RECORDS FOR THIS TASK START

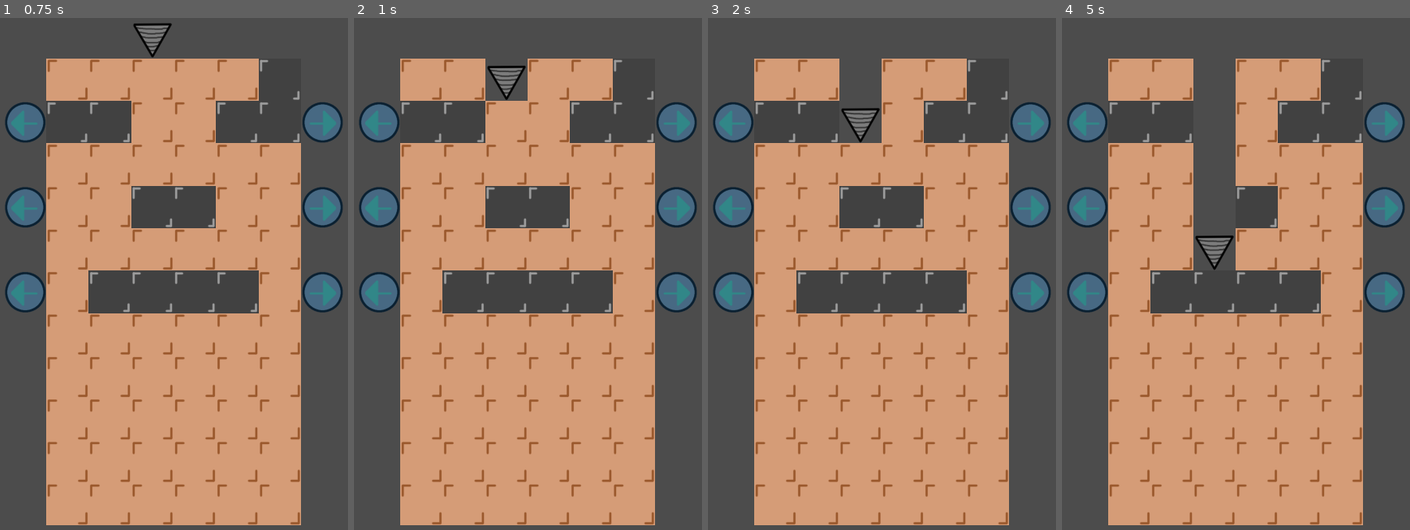
Above: before the commit, frames 1-4 (left to right).
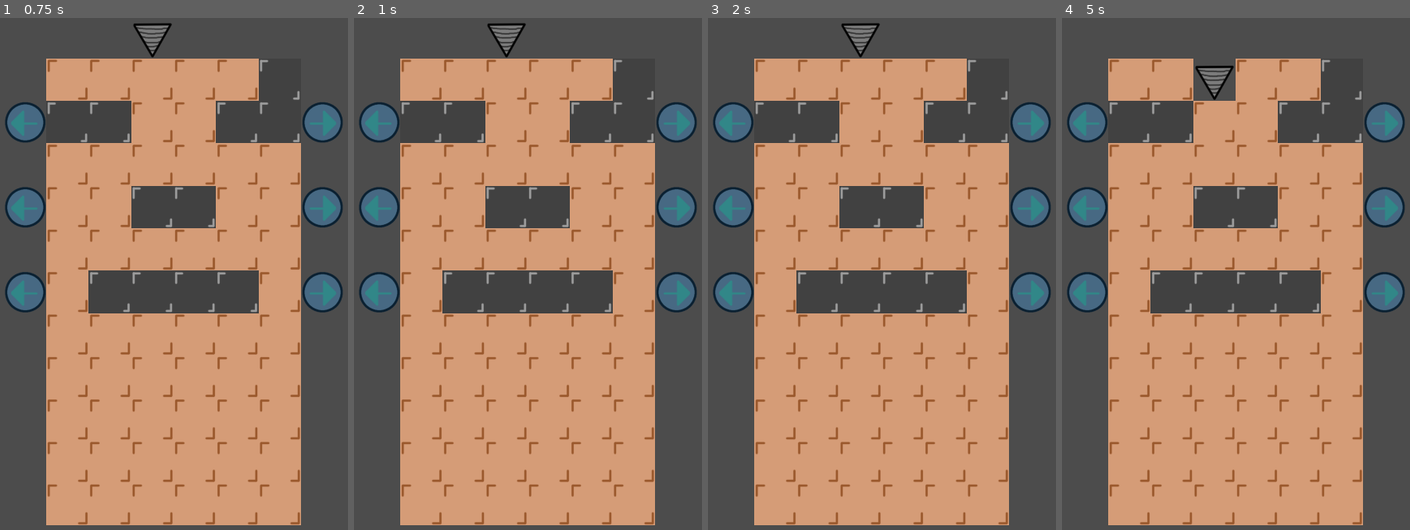
Above: after the commit, the same moments.

Repository: moisesjbc/fosu
Game: Godot game, scene res://gameplay/main/main.tscn
Two runs of this game, one before a commit and one after it. Both use one fixed random seed, a clock stepped at 60 frames per second and the inputs below.
Inputs (mouse positions are in pixels of both pictures, inside the frame that each line leads up to):
- Up to frame 1 (0.75 s): tap Enter at 0.5 s; move the mouse to (257, 258) at 0.52 s; click (257, 258) at 0.67 s
- Up to frame 2 (1 s): no input
- Up to frame 3 (2 s): tap Space at 1.25 s; move the mouse to (812, 325) at 1.27 s; click (812, 325) at 1.42 s
- Up to frame 4 (5 s): move the mouse to (1274, 151) at 2.02 s; click (1274, 151) at 2.17 s; tap Enter at 2.75, 4.25 s; move the mouse to (1222, 417) at 2.77 s; click (1222, 417) at 2.92 s; tap Space at 3.5 s; move the mouse to (1347, 386) at 3.52 s; click (1347, 386) at 3.67 s; move the mouse to (1131, 197) at 4.27 s; click (1131, 197) at 4.42 s

Frame 1 is identical in both runs. In frame 2, 1.3% of the frame differs, in the area x 37-50%, y 0-17%; in frame 3, 2.3%; in frame 4, 3.4%, in the area x 37-50%, y 9-50%.

Commit message:
Add driller movement along with row

Diff:
--- a/godot-project/gameplay/driller/driller.tscn
+++ b/godot-project/gameplay/driller/driller.tscn
@@ -15,6 +15,7 @@
 texture = ExtResource( 1 )
 
 [node name="timer" type="Timer" parent="."]
+wait_time = 3.0
 autostart = true
 
 [node name="collision_shape" type="CollisionShape2D" parent="."]
--- a/godot-project/gameplay/level/level.gd
+++ b/godot-project/gameplay/level/level.gd
@@ -6,6 +6,11 @@
 
 const FIRST_TILE_COLUMN = 1
 const LAST_TILE_COLUMN = 6
+
+const TILE_WIDTH = 128
+const TILES_PER_ROW = 6
+
+var driller
 
 
 func _input(event):
@@ -26,6 +31,14 @@
 
 	$tilemap.set_cell(LAST_TILE_COLUMN, row_index, first_tile)
 
+	# Move driller (if in the row)
+	var driller_pos = $tilemap.world_to_map(driller.global_position)
+	if driller_pos.y == row_index:
+		if driller_pos.x > FIRST_TILE_COLUMN:
+			driller.translate(Vector2(-TILE_WIDTH, 0))
+		else:
+			driller.translate(Vector2(TILE_WIDTH * (TILES_PER_ROW - 1), 0))
+
 
 func move_row_right(row_index):
 	var last_tile = $tilemap.get_cell(LAST_TILE_COLUMN, row_index)
@@ -37,8 +50,15 @@
 
 	$tilemap.set_cell(FIRST_TILE_COLUMN, row_index, last_tile)
 
+	# Move driller (if in the row)
+	var driller_pos = $tilemap.world_to_map(driller.global_position)
+	if driller_pos.y == row_index:
+		if driller_pos.x < LAST_TILE_COLUMN:
+			driller.translate(Vector2(+TILE_WIDTH, 0))
+		else:
+			driller.translate(Vector2(-TILE_WIDTH * (TILES_PER_ROW - 1), 0))
+
 
 func _on_driller_block_drilled(driller):
 	var tilemap_pos = $tilemap.world_to_map(driller.global_position)
 	$tilemap.set_cellv(tilemap_pos, -1)
-	print("Driller at tile ", tilemap_pos)
--- a/godot-project/gameplay/main/main.gd
+++ b/godot-project/gameplay/main/main.gd
@@ -1,6 +1,8 @@
 extends Node2D
 
 
+func _ready():
+	$level.driller = $driller
 
 
 func _on_target_area_driller_entered():

RECORDS FOR THIS TASK END

§ **DIRECTIONS FOR THIS TASK**
The answer must be the lines of the entries above, written out exactly from the first through the one with "-26,6 +31,14 @@", and no pictures.

§ **YOUR SOLUTION**
Above: before the commit, frames 1-4 (left to right).
Above: after the commit, the same moments.

Repository: moisesjbc/fosu
Game: Godot game, scene res://gameplay/main/main.tscn
Two runs of this game, one before a commit and one after it. Both use one fixed random seed, a clock stepped at 60 frames per second and the inputs below.
Inputs (mouse positions are in pixels of both pictures, inside the frame that each line leads up to):
- Up to frame 1 (0.75 s): tap Enter at 0.5 s; move the mouse to (257, 258) at 0.52 s; click (257, 258) at 0.67 s
- Up to frame 2 (1 s): no input
- Up to frame 3 (2 s): tap Space at 1.25 s; move the mouse to (812, 325) at 1.27 s; click (812, 325) at 1.42 s
- Up to frame 4 (5 s): move the mouse to (1274, 151) at 2.02 s; click (1274, 151) at 2.17 s; tap Enter at 2.75, 4.25 s; move the mouse to (1222, 417) at 2.77 s; click (1222, 417) at 2.92 s; tap Space at 3.5 s; move the mouse to (1347, 386) at 3.52 s; click (1347, 386) at 3.67 s; move the mouse to (1131, 197) at 4.27 s; click (1131, 197) at 4.42 s

Frame 1 is identical in both runs. In frame 2, 1.3% of the frame differs, in the area x 37-50%, y 0-17%; in frame 3, 2.3%; in frame 4, 3.4%, in the area x 37-50%, y 9-50%.

Commit message:
Add driller movement along with row

Diff:
--- a/godot-project/gameplay/driller/driller.tscn
+++ b/godot-project/gameplay/driller/driller.tscn
@@ -15,6 +15,7 @@
 texture = ExtResource( 1 )
 
 [node name="timer" type="Timer" parent="."]
+wait_time = 3.0
 autostart = true
 
 [node name="collision_shape" type="CollisionShape2D" parent="."]
--- a/godot-project/gameplay/level/level.gd
+++ b/godot-project/gameplay/level/level.gd
@@ -6,6 +6,11 @@
 
 const FIRST_TILE_COLUMN = 1
 const LAST_TILE_COLUMN = 6
+
+const TILE_WIDTH = 128
+const TILES_PER_ROW = 6
+
+var driller
 
 
 func _input(event):
@@ -26,6 +31,14 @@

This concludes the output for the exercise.